**Une opération majeure dans l'aviation européenne**
Le 6 août, Apollo Global Management a confirmé le rachat d'easyJet via une offre publique d'achat en numéraire de 5,7 milliards de livres (environ 6,7 milliards d'euros), à 7,15 livres par action. L'opération, recommandée à l'unanimité par le conseil d'administration, devrait être finalisée au premier trimestre 2027. Ce rachat positionne Apollo comme nouveau propriétaire de la deuxième compagnie low-cost européenne, après le retrait de Castlelake. Pour les étudiants en aviation, c'est un exemple concret de la manière dont le capital-investissement redessine l'industrie aérienne, avec des implications majeures pour la planification des réseaux, les stratégies de flotte et l'emploi.
**Pourquoi easyJet ? La valeur stratégique des slots et du réseau**
L'attrait d'easyJet réside dans son portefeuille de créneaux aéroportuaires dans les grands hubs européens comme Londres-Gatwick, Paris-CDG, Genève et Amsterdam. Ces slots sont notoirement difficiles à obtenir, faisant d'easyJet un actif rare. Apollo a souligné la marque forte, le réseau étendu et les positions solides sur des marchés attractifs. De plus, easyJet Holidays est devenu un moteur de croissance, offrant une source de revenus moins volatile que le transport point à point. Pour les étudiants ATPL, comprendre l'allocation des slots et son importance stratégique est crucial, car cela influence directement la planification des routes et les décisions opérationnelles.
**Pressions financières et contexte de marché**
L'acquisition intervient dans un contexte financier difficile pour easyJet. Le bénéfice avant impôts a chuté de 70% au troisième trimestre, à environ 99 millions d'euros, en raison de la hausse du carburant et des tensions au Moyen-Orient. Ryanair et Wizz Air ont également subi des baisses de bénéfices, soulignant la vulnérabilité du secteur aux chocs externes. L'offre d'Apollo représente une prime de 81% par rapport au cours du 28 mai, mais reste en deçà des sommets pré-Covid. Ce calendrier opportuniste souligne la nature cyclique de l'économie aérienne, une leçon clé pour les futurs gestionnaires de compagnies.

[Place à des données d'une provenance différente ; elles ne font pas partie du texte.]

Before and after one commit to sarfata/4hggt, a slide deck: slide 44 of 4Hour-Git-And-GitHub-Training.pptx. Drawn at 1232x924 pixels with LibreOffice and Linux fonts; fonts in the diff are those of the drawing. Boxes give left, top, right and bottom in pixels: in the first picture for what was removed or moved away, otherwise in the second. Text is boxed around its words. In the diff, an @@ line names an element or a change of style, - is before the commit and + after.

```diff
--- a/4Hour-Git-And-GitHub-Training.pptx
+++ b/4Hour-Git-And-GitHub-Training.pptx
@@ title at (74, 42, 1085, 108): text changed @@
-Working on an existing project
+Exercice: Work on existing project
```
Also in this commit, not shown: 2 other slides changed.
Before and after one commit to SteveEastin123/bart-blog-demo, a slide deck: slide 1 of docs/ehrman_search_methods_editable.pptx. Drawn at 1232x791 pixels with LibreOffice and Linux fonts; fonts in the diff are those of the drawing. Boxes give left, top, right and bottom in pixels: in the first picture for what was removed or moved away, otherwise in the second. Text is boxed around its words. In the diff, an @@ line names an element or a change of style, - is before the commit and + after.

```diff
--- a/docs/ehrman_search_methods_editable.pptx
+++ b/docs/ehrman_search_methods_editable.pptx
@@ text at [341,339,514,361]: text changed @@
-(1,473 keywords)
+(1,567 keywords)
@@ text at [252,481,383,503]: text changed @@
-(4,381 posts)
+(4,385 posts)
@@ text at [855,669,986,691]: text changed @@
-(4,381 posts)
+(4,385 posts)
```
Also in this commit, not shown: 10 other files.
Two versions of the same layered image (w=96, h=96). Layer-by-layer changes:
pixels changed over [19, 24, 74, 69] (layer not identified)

**Obstacles réglementaires : propriété et contrôle**
Un aspect critique de cet accord est la conformité avec le règlement (CE) n° 1008/2008, qui exige que les compagnies aériennes de l'UE soient majoritairement détenues et effectivement contrôlées par des ressortissants européens. Bien qu'easyJet soit basée au Royaume-Uni, ses opérations européennes reposent sur easyJet Europe en Autriche. Apollo détiendra au maximum 49,9% du capital, le solde restant entre des mains européennes, y compris un trust. Cette structure vise à satisfaire les exigences réglementaires tout en permettant à Apollo de bénéficier économiquement. Pour les étudiants ATC et ATPL, cela met en évidence l'interaction complexe entre la gouvernance d'entreprise et le droit aérien, un sujet souvent abordé dans les examens ATPL.
**Implications pour l'industrie et les étudiants**
Cette acquisition signale une tendance du capital-investissement à entrer dans l'aviation européenne, ce qui pourrait conduire à une consolidation accrue. Pour les étudiants, cela souligne l'importance de comprendre les modèles économiques, les cadres réglementaires et la gestion stratégique. En tant que futurs pilotes ou contrôleurs, vous évoluerez dans des réseaux façonnés par de tels accords, il est donc essentiel de rester informé des évolutions du secteur. L'accord soulève également des questions sur la concurrence, car la propriété d'Apollo pourrait affecter les réseaux de routes et les stratégies de prix, influençant les opérations quotidiennes.